As an enterprise dedicated to developing a deep understanding of UX and CX metrics, MeasuringU® began researching the NPS in 2010, and since then, we’ve published 36 articles directly about or related to the NPS. Along the way, we’ve gained insight into many of the questions we initially had about the NPS. For example, the NPS appears to have a strong relationship with company growth at least as good as other loyalty metrics. Additionally, NPS-defined promoters tend to promote, NPS-defined detractors tend to detract, and there is a strong structural relationship between the NPS and other well-known UX metrics such as the SUS and UMUX-Lite.
In 2021 we tackled one of the big remaining NPS questions—how to conduct three fundamental statistical analyses with the NPS (confidence intervals, tests of statistical significance, and sample size estimation). In this article, we review this research and introduce a new version of our NPS Calculator.
The following summaries are drawn from our recent research on statistical analysis of the NPS. Each summary contains links to the original articles describing the details of deriving the equations we use and numerous quantitative examples. Based on this research, we have substantially revised our NPS Calculator and provided examples illustrating its use.

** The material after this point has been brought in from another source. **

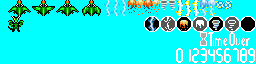
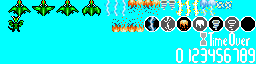
Layers edited between the first and the second 256x64 image:
added layer "Enemy fire" above "Power up" over <box>112,17,144,32</box>

1. How to Compute Confidence Intervals for Net Promoter Scores
One of the first statistical steps we recommend to researchers is to add confidence intervals around their metrics. Confidence intervals provide a good visualization of the precision of estimates. They can be particularly helpful in longitudinal research to help differentiate between the inevitable fluctuations of sampling error and more meaningful changes that often need further investigation.

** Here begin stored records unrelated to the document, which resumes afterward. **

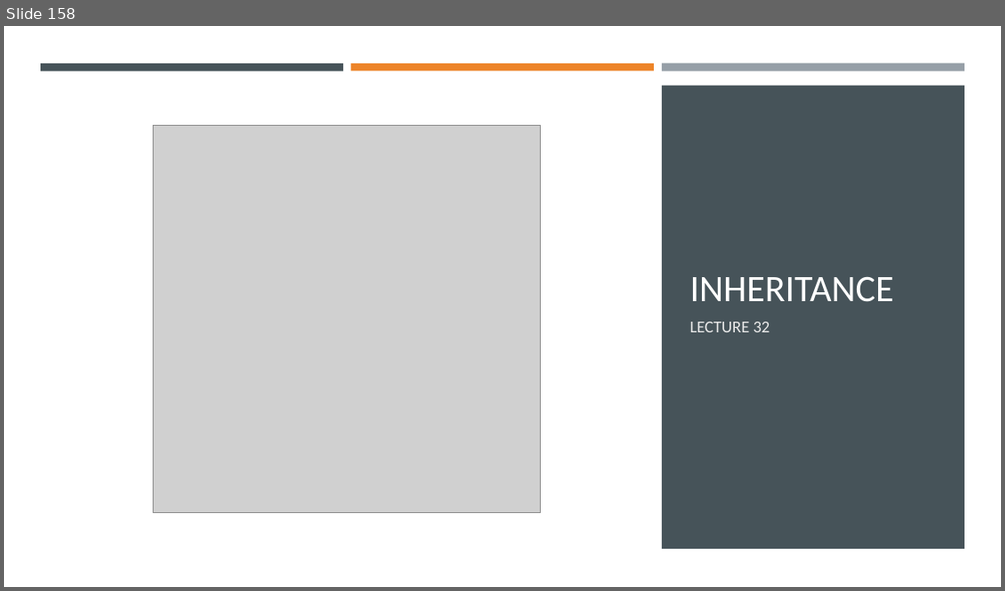
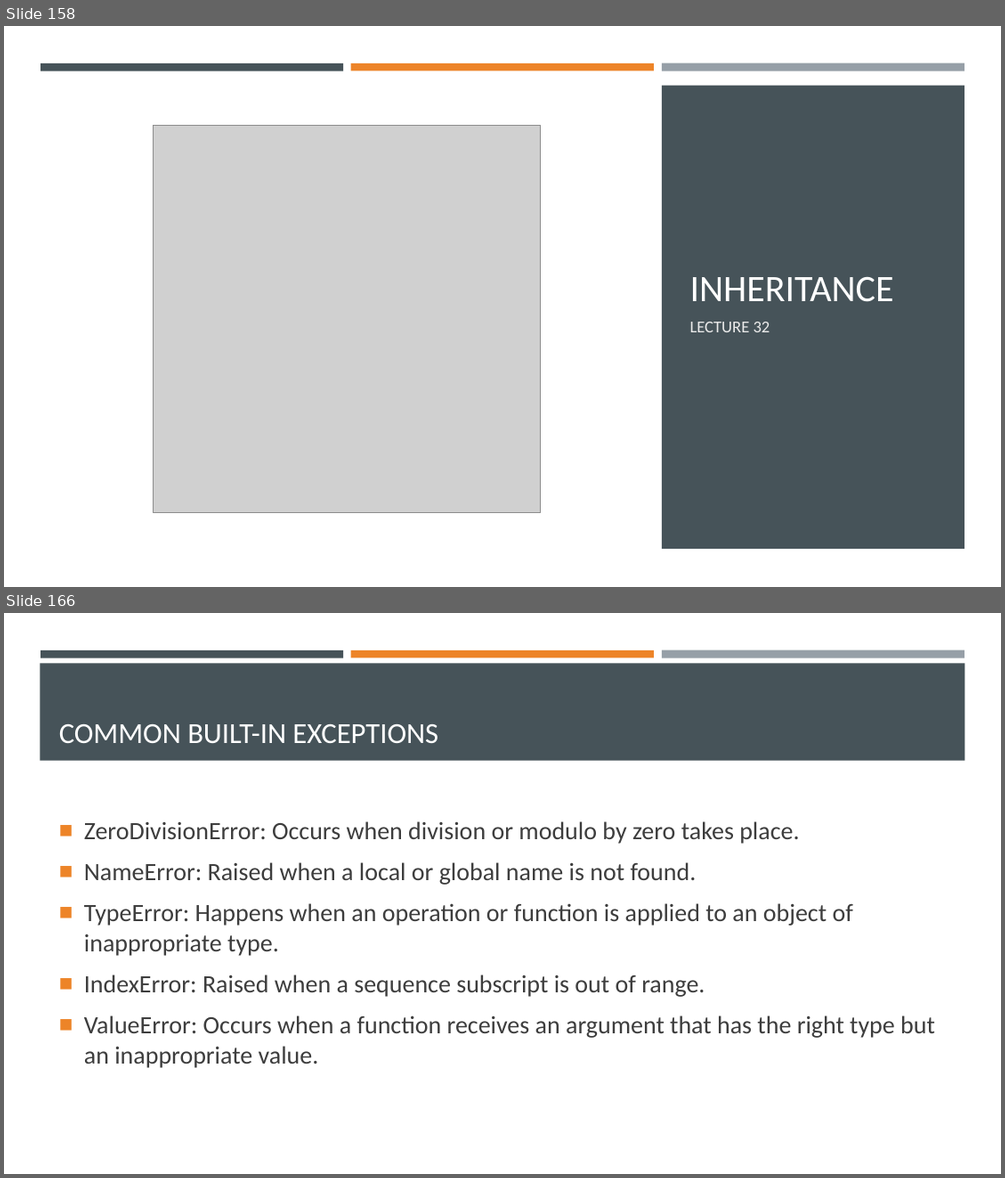
Before and after one commit to Ghost0396/iot, a slide deck: python/Python 3.pptx. Shown one above the other, each under a label of ours: slide 158 before the commit, slides 158 and 166 after it; the slides between them are not shown. The pictures are 1005x591 and 1005x1178 pixels, drawn with LibreOffice and Linux fonts; fonts in the diff are those of the drawing; grey boxes stand for pictures. Boxes give left, top, right and bottom in pixels: in the first picture for what was removed or moved away, otherwise in the second. Text is boxed around its words. In the diff, an @@ line names an element or a change of style, - is before the commit and + after.

```diff
--- a/python/Python 3.pptx
+++ b/python/Python 3.pptx
@@ slide 166 added at <box>4,613,1001,1174</box>, background #FFFFFF @@
@@ rectangle added at <box>40,663,965,761</box>, fill #465359 @@
@@ rectangle added at <box>40,650,343,657</box>, fill #465359 @@
@@ rectangle added at <box>351,650,654,657</box>, fill #ED8428 @@
@@ rectangle added at <box>662,650,964,658</box>, fill #969FA7 @@
@@ title added at <box>59,724,438,743</box>, 28 pt, text #FFFFFF @@
+COMMON BUILT-IN EXCEPTIONS
@@ text added at <box>84,821,935,1068</box>, 24 pt, text #3D3D3D @@
+■ ZeroDivisionError: Occurs when division or modulo by zero takes place.
+■ NameError: Raised when a local or global name is not found.
+■ TypeError: Happens when an operation or function is applied to an object of inappropriate type.
+■ IndexError: Raised when a sequence subscript is out of range.
+■ ValueError: Occurs when a function receives an argument that has the right type but an inappropriate value.
```
Also in this commit, not shown: 19 other slides added, 2 other files.

In our first article on confidence intervals for the NPS, we replicated the computation of Rocks’ (2016) adjusted-Wald method and explored two alternate methods: the trinomial means method (assigning −1 to detractors, 0 to passives, and +1 to promoters, and then conducting standard statistical analysis on those numbers) and bootstrapping. Analysis of two NPS datasets (retrospective survey of GoToMeeting and WebEx) showed that these three methods produced similar confidence intervals regarding location and precision, but there was a slight precision advantage for the adjusted-Wald method.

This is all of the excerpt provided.